I'd highly recommend the C470 path. It's in good shape all the way to Chatfield. Getting to the 470 trail is the hard part. I used to take Holly down to County Line. Holly has a bike lane between Belleview and Orchard and then some wide lanes from there. Once at Cty Line, there's a short sidewalk and then a short dirt path to the 470 trail.


----------



## Oatbran (Apr 27, 2005)

I used to work at Dry Creek and I-25 and my parents live just off of Belleview near Holly. The C-470 trail is definitely where you want to be. 
To get there, a couple of thoughts:
Belleview is insane - wouldn't ride on it if at all possible.
Orchard is not too bad - I used to commute on Orchard every day. Going under I-25, and intersection with Quebec(?) can be a bit exciting, but not too bad.
There's probably a way you could get to the C-470 trail using the light rail, but I don't know anything about it.
The Highline Canal will also get you down there, but not very directly. It's a beautiful ride on crushed rock but will add time to the ride (I'm assuming you're commuting).

What I would probably do is, snake down to C-470 staying east of I-25. You can pick up the C-470 trail at C-470 and most of the roads in that part of the Tech Center are perfectly rideable. Try taking Union over to Dayton and following Dayton down past Arapahoe. Use Costilla, Fulton, and Geddes and cut through a parking lot to get to Inverness Dr. East. Then follow the Inverness roads down to C-470.

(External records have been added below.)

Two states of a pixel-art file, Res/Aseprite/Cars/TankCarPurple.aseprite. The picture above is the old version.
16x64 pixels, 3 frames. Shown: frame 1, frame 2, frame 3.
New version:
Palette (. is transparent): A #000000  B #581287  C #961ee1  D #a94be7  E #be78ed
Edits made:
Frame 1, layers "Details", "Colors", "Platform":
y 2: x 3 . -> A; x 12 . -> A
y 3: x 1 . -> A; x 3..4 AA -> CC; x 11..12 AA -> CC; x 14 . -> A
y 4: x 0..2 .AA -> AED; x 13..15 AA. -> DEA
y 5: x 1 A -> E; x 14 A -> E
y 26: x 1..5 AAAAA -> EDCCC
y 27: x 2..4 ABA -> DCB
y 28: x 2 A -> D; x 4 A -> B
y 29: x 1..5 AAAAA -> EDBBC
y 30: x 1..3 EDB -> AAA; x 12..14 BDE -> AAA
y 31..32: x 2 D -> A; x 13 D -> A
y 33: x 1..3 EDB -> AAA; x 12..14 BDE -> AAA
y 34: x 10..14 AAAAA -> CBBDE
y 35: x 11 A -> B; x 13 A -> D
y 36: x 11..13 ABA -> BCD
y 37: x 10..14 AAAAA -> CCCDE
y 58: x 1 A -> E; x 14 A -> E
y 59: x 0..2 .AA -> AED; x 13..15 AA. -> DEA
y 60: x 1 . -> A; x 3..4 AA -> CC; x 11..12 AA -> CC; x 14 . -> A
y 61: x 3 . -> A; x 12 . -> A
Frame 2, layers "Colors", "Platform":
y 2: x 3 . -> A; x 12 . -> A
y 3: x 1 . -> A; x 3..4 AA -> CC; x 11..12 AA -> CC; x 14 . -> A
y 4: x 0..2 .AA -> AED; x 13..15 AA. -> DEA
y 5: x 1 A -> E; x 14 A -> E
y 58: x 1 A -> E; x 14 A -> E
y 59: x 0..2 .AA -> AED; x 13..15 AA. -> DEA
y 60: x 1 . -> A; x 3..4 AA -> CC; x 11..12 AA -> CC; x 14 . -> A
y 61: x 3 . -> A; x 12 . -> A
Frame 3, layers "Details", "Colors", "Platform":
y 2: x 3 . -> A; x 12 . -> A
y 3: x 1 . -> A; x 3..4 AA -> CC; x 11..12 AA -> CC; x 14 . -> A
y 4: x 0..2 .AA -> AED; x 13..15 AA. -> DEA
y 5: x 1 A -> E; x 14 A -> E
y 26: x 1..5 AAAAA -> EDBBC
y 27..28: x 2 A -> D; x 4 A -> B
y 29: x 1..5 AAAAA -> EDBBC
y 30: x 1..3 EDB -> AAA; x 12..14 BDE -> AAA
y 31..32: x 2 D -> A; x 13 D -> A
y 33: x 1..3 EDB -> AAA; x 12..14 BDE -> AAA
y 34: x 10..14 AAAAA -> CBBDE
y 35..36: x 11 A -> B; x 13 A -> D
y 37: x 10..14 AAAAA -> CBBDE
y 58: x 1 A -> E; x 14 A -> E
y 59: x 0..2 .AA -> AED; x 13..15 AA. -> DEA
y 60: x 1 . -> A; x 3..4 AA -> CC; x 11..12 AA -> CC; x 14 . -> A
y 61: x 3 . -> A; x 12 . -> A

Or, from Union/Dayton you'll be right next to the Cherry Creek Reservoir trails. You can take that south and east to Jordan Road (popular with cyclists, but busy? - not a lot of experience on weekdays) And take Jordan road all the way down to the C-470 trail.

Or, from Belleview and Ulster, I would probably snake down to Orchard any way you can. 
Head west on Orchard. (You can hop on the High Line Canal at various spots from Orchard.) Follow the jog when it ends at Jackson. Go left on Long and left again at Long Lane to join back with Orchard. Continue west until Broadway. Snake through neighborhoods until Windermere. Head south on Windermere until it ends and pick up the High Line Canal Trail on your right. That will take you over to the C-470 trail (missing most of the switchback and meanderings of the trail). Then take C-470 to Chatfield. Sounds convoluted, but it's not too bad.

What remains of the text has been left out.